Semen was collected from 40 bucks, incubated at 38 °C for 24 h, and the rate of sperm DNA fragmentation (rSDF) was determined using the sperm chromatin dispersion assay. Males were allocated into high rSDF (>0.5 units of increase per hour) or low rSDF (<0.5 units of increase per hour) groups. High and low rSDF semen samples were sequentially artificially inseminated into the same doe to reduce female factor variability, and pregnancy outcomes were recorded.

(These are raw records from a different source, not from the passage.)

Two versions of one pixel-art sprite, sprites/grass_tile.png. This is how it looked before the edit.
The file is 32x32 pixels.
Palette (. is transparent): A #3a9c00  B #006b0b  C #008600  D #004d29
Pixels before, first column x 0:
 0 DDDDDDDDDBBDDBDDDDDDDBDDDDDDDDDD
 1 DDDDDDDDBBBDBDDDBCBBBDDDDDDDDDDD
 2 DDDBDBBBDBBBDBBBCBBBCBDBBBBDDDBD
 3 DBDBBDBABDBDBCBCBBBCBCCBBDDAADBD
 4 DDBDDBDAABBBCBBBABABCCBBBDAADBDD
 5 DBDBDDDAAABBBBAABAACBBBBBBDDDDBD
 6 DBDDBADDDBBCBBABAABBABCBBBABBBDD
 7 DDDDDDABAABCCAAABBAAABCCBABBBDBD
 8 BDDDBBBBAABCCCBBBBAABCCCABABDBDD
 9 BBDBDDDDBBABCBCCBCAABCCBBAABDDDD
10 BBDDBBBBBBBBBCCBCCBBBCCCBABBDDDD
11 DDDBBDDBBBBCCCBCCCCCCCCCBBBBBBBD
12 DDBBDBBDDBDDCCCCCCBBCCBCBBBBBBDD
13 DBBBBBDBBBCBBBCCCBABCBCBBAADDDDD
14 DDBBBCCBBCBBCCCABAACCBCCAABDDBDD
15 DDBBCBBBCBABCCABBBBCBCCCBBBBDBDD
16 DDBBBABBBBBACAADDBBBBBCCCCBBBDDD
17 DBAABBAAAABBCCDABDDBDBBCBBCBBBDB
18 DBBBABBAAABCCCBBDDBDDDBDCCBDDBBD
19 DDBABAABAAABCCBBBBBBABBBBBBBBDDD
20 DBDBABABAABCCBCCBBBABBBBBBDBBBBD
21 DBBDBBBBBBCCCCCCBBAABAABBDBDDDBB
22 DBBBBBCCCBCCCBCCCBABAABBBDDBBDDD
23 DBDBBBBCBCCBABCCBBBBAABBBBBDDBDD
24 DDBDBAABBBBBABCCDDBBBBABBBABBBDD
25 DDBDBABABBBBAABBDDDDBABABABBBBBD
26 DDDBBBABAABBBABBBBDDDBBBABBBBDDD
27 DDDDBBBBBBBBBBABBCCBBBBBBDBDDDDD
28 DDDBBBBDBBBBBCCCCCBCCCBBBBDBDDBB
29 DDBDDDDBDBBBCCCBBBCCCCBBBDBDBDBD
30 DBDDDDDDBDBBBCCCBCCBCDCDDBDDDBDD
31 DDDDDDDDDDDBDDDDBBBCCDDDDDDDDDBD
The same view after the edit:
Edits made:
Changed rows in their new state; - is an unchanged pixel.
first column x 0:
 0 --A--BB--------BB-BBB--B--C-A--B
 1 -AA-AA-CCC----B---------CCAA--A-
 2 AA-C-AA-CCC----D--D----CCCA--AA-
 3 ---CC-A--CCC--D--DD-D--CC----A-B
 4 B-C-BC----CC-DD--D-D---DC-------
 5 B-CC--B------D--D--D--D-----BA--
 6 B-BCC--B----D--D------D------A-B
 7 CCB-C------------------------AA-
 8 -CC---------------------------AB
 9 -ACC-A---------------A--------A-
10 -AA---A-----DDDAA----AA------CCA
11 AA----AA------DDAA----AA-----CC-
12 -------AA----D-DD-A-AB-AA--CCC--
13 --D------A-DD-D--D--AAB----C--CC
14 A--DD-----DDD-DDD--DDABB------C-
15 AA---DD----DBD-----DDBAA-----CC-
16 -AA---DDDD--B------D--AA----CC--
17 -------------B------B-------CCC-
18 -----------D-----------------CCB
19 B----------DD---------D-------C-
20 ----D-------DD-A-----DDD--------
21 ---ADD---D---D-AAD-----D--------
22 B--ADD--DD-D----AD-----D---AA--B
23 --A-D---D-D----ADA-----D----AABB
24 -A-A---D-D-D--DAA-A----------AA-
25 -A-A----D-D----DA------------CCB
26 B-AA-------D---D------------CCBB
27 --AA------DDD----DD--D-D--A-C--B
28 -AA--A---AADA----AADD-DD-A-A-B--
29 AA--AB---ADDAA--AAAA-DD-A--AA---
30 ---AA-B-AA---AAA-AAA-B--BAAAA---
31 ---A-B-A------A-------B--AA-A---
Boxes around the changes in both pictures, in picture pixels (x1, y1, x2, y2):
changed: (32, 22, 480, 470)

While there was no difference in SDFs between rSDF groups immediately after collection (T0), differences were significant after 2 h of incubation; SDFs determined at collection and rSDF behaved as independent characters (Pearson correlation = 0.099; P = 0.542). Following artificial insemination, the rate of stillborn pups was significantly higher in does inseminated by males with a high rSDF (14/21) compared to those with low rSDF (15/6); (contingency χ(2) 5.19; p = 0.022). The risk of stillborn when low rSDF rabbits were used for insemination was 0.16, but increased to 0.36 when high rSDF animals were used (odds ratio = 2.85; 95 % confidence interval = 1.4-2.7).
Dynamic assessment of SDF coupled with natural multiple ovulation, high fecundity of the rabbit and control over female factor influence, provided a useful experimental model to demonstrate the adverse effect of reduced sperm DNA longevity on reproductive outcome.